The Go-Between has a complex structure. As already pointed out, the story is narrated by a mature person, the older Leo, but the emotions and perceptions that continuously emerge are those of the adolescent Leo. In general, Hartley’s style is simple and straightforward, although his symbolism tends to be difficult to understand at times.
The Go-Between is ruled by symbolism.
The zodiac is linked to hope and future glory, with each zodiac sign having a symbolic identity.
“If my twelve-year-old self, of whom I had grown rather fond, thinking about him, were to reproach me: ‘Why have you grown up such a dull dog, when I gave you such a good start? Why have you spent your time in dusty libraries, cataloguing other people’s books instead of writing your own? What had become of the Ram, the Bull and the Lion, the example I gave you to emulate? Where above all is the Virgin, with her shining face and curling tresses, whom I entrusted to you’- what should I say?”

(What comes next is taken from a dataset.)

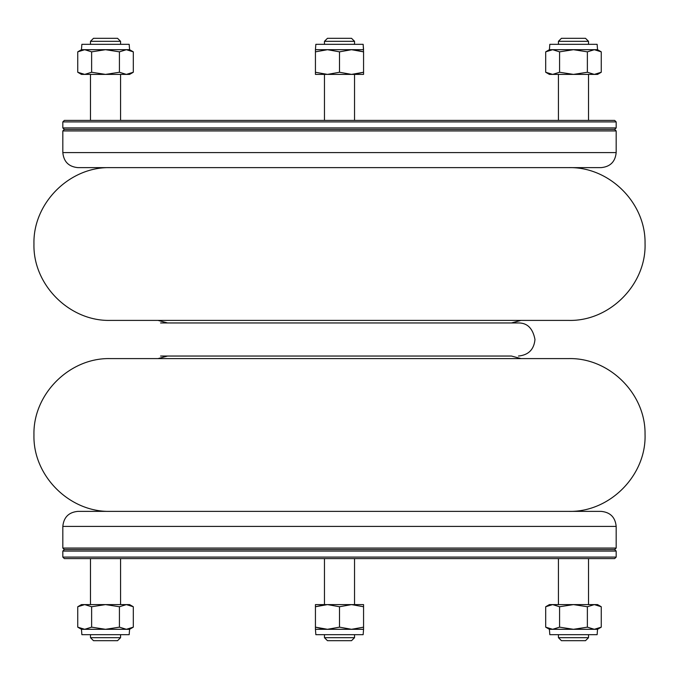 <?xml version="1.0" encoding="UTF-8"?>
<svg xmlns="http://www.w3.org/2000/svg" width="679" height="679" viewBox="0 0 679 679"><rect width="100%" height="100%" fill="white"/><g stroke="black" fill="none" stroke-linecap="round" stroke-linejoin="round"><path stroke-width="1.02" d="M616.176 551.068L62.824 551.068L62.824 557.086L616.176 557.086L616.176 551.068L614.673 549.566L64.327 549.566L614.673 549.566L616.176 548.063L62.824 548.063L64.327 549.566L62.824 551.068M616.176 557.086L614.673 558.588L64.327 558.588L62.824 557.086M616.176 130.937L614.673 129.434L616.176 127.932L62.824 127.932L64.327 129.434L614.673 129.434L64.327 129.434L62.824 130.937L616.176 130.937L616.176 152.588C615.284 161.721 610.277 166.737 601.144 167.628L77.856 167.628C68.723 166.737 63.716 161.721 62.824 152.588L616.176 152.588M558.435 41.317L561.448 38.313L585.502 38.313L588.515 41.317L558.435 41.317L558.435 44.322M588.515 41.317L588.515 44.322M588.515 74.401L588.515 120.412M90.485 41.317L93.498 38.313L117.552 38.313L120.565 41.317L90.485 41.317L90.485 44.322M90.485 74.401L90.485 120.412M324.46 41.317L327.473 38.313L351.527 38.313L354.54 41.317L324.46 41.317L324.46 44.322M616.176 526.412L62.824 526.412C63.716 517.279 68.723 512.263 77.856 511.372L601.144 511.372C610.277 512.263 615.284 517.279 616.176 526.412L616.176 548.063M588.515 637.683L585.502 640.687L561.448 640.687L558.435 637.683L588.515 637.683L588.515 634.678M588.515 604.599L588.515 558.588M354.54 637.683L351.527 640.687L327.473 640.687L324.46 637.683L354.54 637.683L354.54 634.678M120.565 637.683L117.552 640.687L93.498 640.687L90.485 637.683L120.565 637.683L120.565 634.678M90.485 637.683L90.485 634.678M90.485 604.599L90.485 558.588M81.463 629.306L81.87 634.678L129.18 634.678L129.587 629.306L133.305 627.158L133.305 606.746L126.362 604.599L133.305 606.746L129.587 604.599L81.463 604.599L77.745 606.746L77.745 627.158L84.688 629.306L91.631 627.158L105.525 629.306L119.419 627.158L126.362 629.306L133.305 627.158L126.362 629.306L81.463 629.306L77.745 627.158M77.745 606.746L84.688 604.599L91.631 606.746L91.631 627.158M91.631 606.746L105.525 604.599L119.419 606.746L119.419 627.158M119.419 606.746L126.362 604.599M129.587 629.306L126.362 629.306M616.176 127.932L616.176 121.914L62.824 121.914L62.824 127.932M62.824 121.914L64.327 120.412L614.673 120.412L616.176 121.914M597.537 49.694L597.13 44.322L549.82 44.322L549.413 49.694L545.695 51.842L545.695 72.254L552.638 74.401L545.695 72.254L549.413 74.401L597.537 74.401L601.255 72.254L601.255 51.842L594.312 49.694L587.369 51.842L573.475 49.694L559.581 51.842L552.638 49.694L545.695 51.842L552.638 49.694L597.537 49.694L601.255 51.842M601.255 72.254L594.312 74.401L587.369 72.254L587.369 51.842M587.369 72.254L573.475 74.401L559.581 72.254L559.581 51.842M559.581 72.254L552.638 74.401M549.413 49.694L552.638 49.694M354.54 74.249L363.562 72.254L351.527 74.401L339.5 72.254L327.473 74.401L315.438 72.254L315.438 74.401L363.562 74.401L363.562 51.842L354.54 49.839M324.46 604.751L315.438 606.746L327.473 604.599L339.5 606.746L351.527 604.599L363.562 606.746L363.562 604.599L315.438 604.599L315.438 627.158L327.473 629.306L339.5 627.158L351.527 629.306L363.562 627.158L363.562 629.306L315.438 629.306L315.438 627.158L324.46 629.161M363.155 634.678L363.562 629.306L363.155 634.678L315.845 634.678L315.438 629.306M339.5 606.746L339.5 627.158M363.562 606.746L363.562 627.158M549.413 629.306L549.82 634.678L597.13 634.678L597.537 629.306L601.255 627.158L601.255 606.746L594.312 604.599L601.255 606.746L597.537 604.599L549.413 604.599L545.695 606.746L545.695 627.158L552.638 629.306L559.581 627.158L573.475 629.306L587.369 627.158L594.312 629.306L601.255 627.158L594.312 629.306L549.413 629.306L545.695 627.158M545.695 606.746L552.638 604.599L559.581 606.746L573.475 604.599L587.369 606.746L587.369 627.158M587.369 606.746L594.312 604.599M559.581 606.746L559.581 627.158M597.537 629.306L594.312 629.306M315.438 49.694L315.845 44.322L363.155 44.322L363.562 51.842L351.527 49.694L339.5 51.842L327.473 49.694L315.438 51.842L315.438 49.694L363.562 49.694L363.155 44.322M339.5 72.254L339.5 51.842M315.438 72.254L315.438 51.842M568.663 167.628C609.233 166.593 645.721 202.758 645.05 243.337C646.484 284.391 609.734 321.473 568.663 320.403L110.338 320.403C69.521 321.456 32.898 284.832 33.95 244.016C32.898 203.199 69.521 166.576 110.338 167.628M511.448 322.958L520.997 320.403L496.417 320.403M182.583 320.403L158.003 320.403L167.552 322.958M496.417 358.597L520.997 358.597L511.448 356.042L160.558 356.042L167.552 356.042L158.003 358.597L182.583 358.597M568.663 511.372C609.801 512.45 646.595 475.232 645.042 434.102C645.602 393.599 609.156 357.57 568.663 358.597L110.338 358.597C69.521 357.544 32.898 394.168 33.95 434.984C32.898 475.801 69.521 512.424 110.338 511.372M568.663 358.597L110.338 358.597M129.587 49.694L129.18 44.322L81.87 44.322L81.463 49.694L77.745 51.842L77.745 72.254L84.688 74.401L77.745 72.254L81.463 74.401L129.587 74.401L133.305 72.254L133.305 51.842L126.362 49.694L119.419 51.842L105.525 49.694L91.631 51.842L84.688 49.694L77.745 51.842L84.688 49.694L129.587 49.694L133.305 51.842M133.305 72.254L126.362 74.401L119.419 72.254L105.525 74.401L91.631 72.254L91.631 51.842M91.631 72.254L84.688 74.401M119.419 72.254L119.419 51.842M81.463 49.694L84.688 49.694M62.824 152.588L62.824 130.937M558.435 74.401L558.435 120.412M120.565 41.317L120.565 44.322M120.565 74.401L120.565 120.412M324.46 74.401L324.46 120.412M354.54 41.317L354.54 44.322M354.54 74.401L354.54 120.412M62.824 526.412L62.824 548.063M558.435 637.683L558.435 634.678M558.435 604.599L558.435 558.588M354.54 604.599L354.54 558.588M324.46 637.683L324.46 634.678M324.46 604.599L324.46 558.588M120.565 604.599L120.565 558.588M518.442 356.042C528.483 355.058 534 349.549 534.976 339.5C532.854 328.39 527.345 322.873 518.442 322.958L160.558 322.958"/></g></svg>

Symbolism also contributes to the narrator’s recreation of his past, with reference to Icarus, who went too close to the sun and burnt his waxed wings. The poetic images that Hartley’s symbolism creates enhance the literary value of his novel.
Through his novels Leslie Poles Hartley portrays man in a constant battle with himself, a spiritual drama in which he has to fight to be able to grasp the chances given to him. However, man’s profound sensitivity and psychological insight do, to some extent, give the reader a ray of optimistic hope.